### What to do
Please count how many lines in the entries below contain "this" and reply with the figure alone.

Data excerpts
Segment Open

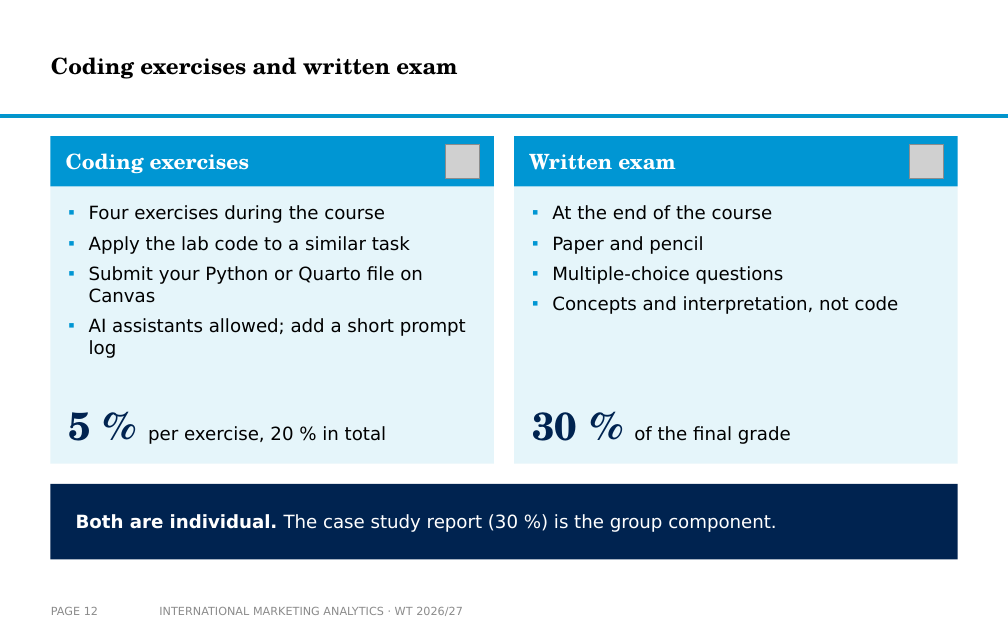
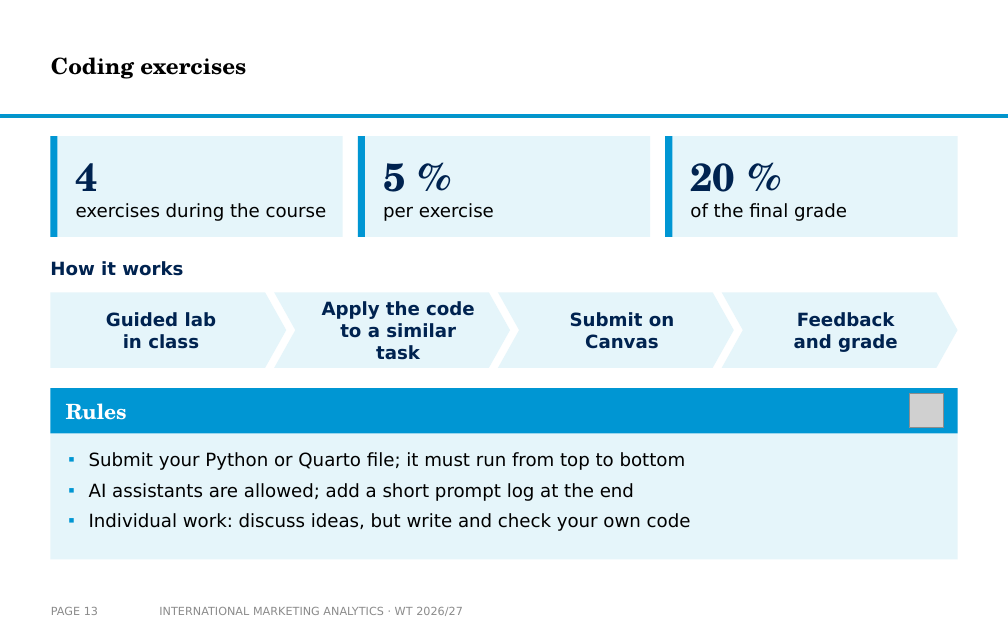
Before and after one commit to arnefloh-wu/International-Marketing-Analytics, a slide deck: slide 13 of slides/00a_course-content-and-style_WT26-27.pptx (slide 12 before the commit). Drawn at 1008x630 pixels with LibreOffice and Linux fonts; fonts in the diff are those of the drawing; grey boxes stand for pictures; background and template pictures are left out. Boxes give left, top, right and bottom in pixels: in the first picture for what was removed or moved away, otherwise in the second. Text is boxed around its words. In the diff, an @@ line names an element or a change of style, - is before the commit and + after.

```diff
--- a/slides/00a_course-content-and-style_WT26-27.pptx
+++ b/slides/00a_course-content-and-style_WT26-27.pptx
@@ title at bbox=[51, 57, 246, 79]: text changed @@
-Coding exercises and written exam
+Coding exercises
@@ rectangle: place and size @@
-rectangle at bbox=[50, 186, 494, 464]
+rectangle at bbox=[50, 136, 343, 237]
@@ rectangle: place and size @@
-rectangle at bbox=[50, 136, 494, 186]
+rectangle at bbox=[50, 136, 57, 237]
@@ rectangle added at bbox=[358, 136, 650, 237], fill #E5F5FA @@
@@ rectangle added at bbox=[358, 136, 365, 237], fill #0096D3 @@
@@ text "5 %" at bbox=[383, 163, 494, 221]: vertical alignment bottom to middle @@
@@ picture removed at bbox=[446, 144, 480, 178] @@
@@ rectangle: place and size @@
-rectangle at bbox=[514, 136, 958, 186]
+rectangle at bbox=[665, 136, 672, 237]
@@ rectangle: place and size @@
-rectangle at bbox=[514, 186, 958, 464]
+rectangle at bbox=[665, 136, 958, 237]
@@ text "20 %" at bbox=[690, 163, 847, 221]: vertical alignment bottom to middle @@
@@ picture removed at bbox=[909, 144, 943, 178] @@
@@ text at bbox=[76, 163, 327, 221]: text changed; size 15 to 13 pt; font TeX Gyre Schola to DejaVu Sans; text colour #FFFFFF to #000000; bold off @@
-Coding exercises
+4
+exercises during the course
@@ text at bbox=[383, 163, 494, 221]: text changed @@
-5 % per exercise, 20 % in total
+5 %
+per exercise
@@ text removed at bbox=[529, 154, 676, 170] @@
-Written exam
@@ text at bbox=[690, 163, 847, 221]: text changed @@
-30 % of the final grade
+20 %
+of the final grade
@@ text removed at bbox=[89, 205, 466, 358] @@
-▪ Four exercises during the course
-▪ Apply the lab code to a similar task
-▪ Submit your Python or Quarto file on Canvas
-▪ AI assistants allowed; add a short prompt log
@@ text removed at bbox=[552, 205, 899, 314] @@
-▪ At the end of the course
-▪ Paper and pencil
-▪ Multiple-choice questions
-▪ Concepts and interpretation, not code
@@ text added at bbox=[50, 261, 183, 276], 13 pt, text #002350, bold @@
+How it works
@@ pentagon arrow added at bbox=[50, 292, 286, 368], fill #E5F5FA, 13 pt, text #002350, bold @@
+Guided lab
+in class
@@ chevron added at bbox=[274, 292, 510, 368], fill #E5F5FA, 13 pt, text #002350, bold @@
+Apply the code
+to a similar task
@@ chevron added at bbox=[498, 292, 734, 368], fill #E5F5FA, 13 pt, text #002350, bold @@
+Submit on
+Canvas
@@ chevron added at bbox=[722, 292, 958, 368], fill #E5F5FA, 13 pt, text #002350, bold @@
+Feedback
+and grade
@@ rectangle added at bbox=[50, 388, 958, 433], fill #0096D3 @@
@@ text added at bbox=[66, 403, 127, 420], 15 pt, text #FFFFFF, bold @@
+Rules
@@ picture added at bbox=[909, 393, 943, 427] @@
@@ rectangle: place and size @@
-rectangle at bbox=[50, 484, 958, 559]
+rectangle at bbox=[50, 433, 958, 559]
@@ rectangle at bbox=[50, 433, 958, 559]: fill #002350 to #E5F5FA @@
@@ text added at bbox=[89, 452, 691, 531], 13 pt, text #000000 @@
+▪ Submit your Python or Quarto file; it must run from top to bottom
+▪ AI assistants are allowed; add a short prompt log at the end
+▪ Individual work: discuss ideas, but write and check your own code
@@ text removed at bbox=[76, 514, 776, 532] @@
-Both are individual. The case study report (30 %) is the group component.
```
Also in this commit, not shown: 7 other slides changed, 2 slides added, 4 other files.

Segment Closed
Segment Open

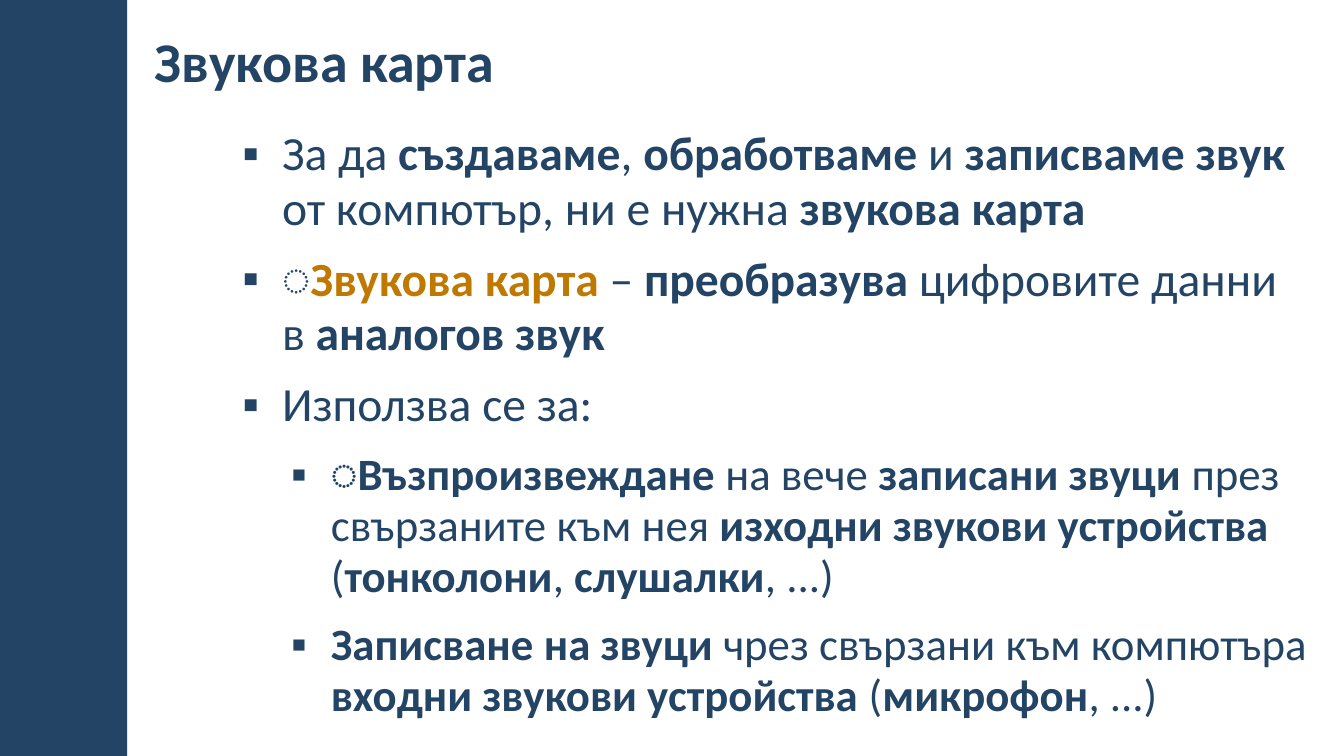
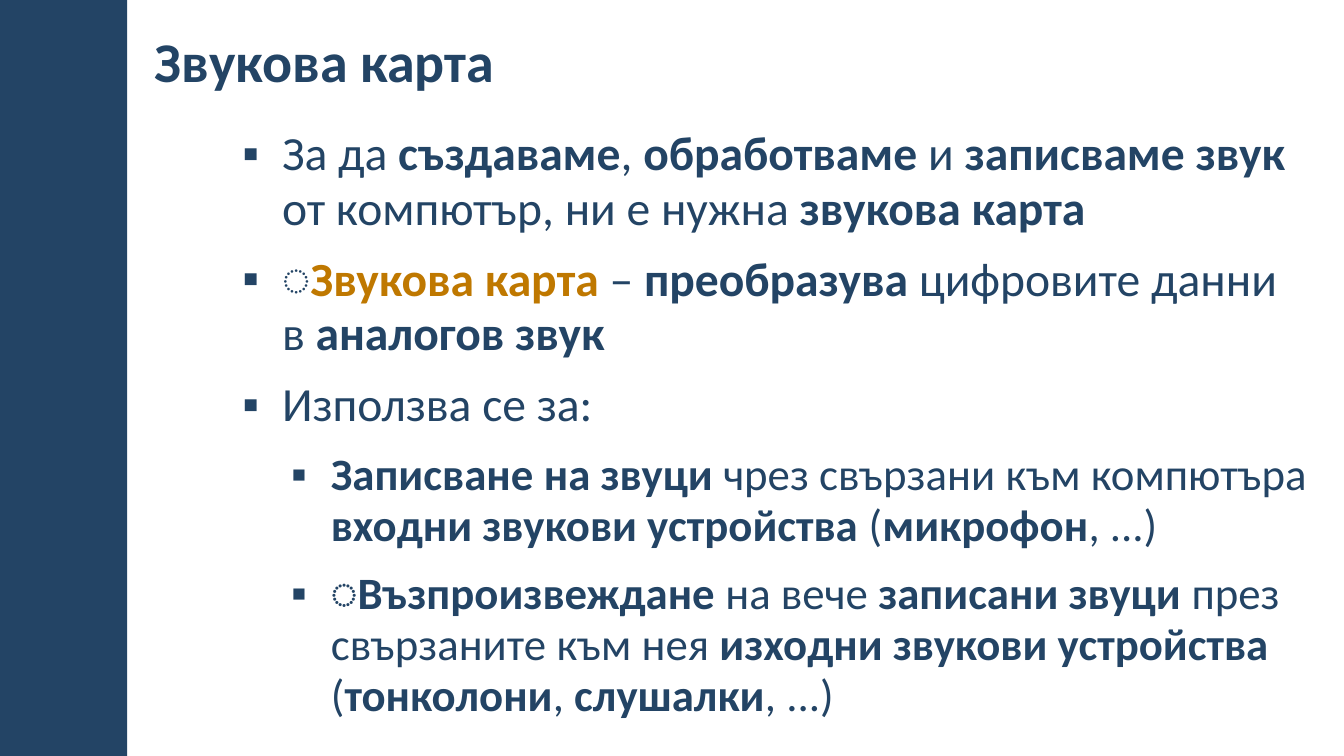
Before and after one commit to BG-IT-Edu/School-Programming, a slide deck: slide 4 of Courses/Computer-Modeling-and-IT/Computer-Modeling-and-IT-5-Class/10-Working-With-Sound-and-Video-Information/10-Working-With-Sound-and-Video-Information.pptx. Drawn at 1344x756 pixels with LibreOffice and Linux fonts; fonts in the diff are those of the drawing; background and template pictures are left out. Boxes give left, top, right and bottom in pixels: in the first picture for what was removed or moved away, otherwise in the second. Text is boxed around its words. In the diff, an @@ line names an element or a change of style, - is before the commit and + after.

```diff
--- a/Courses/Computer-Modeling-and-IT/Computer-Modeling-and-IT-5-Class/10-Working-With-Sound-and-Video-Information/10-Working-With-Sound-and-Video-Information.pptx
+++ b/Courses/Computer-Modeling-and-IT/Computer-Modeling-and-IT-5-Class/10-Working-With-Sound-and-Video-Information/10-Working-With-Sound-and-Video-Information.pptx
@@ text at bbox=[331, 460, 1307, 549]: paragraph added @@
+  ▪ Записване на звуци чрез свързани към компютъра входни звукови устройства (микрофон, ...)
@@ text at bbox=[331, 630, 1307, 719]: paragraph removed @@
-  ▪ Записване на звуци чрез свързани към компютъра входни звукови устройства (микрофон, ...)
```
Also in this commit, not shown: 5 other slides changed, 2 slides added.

Segment Closed

### Completed task
2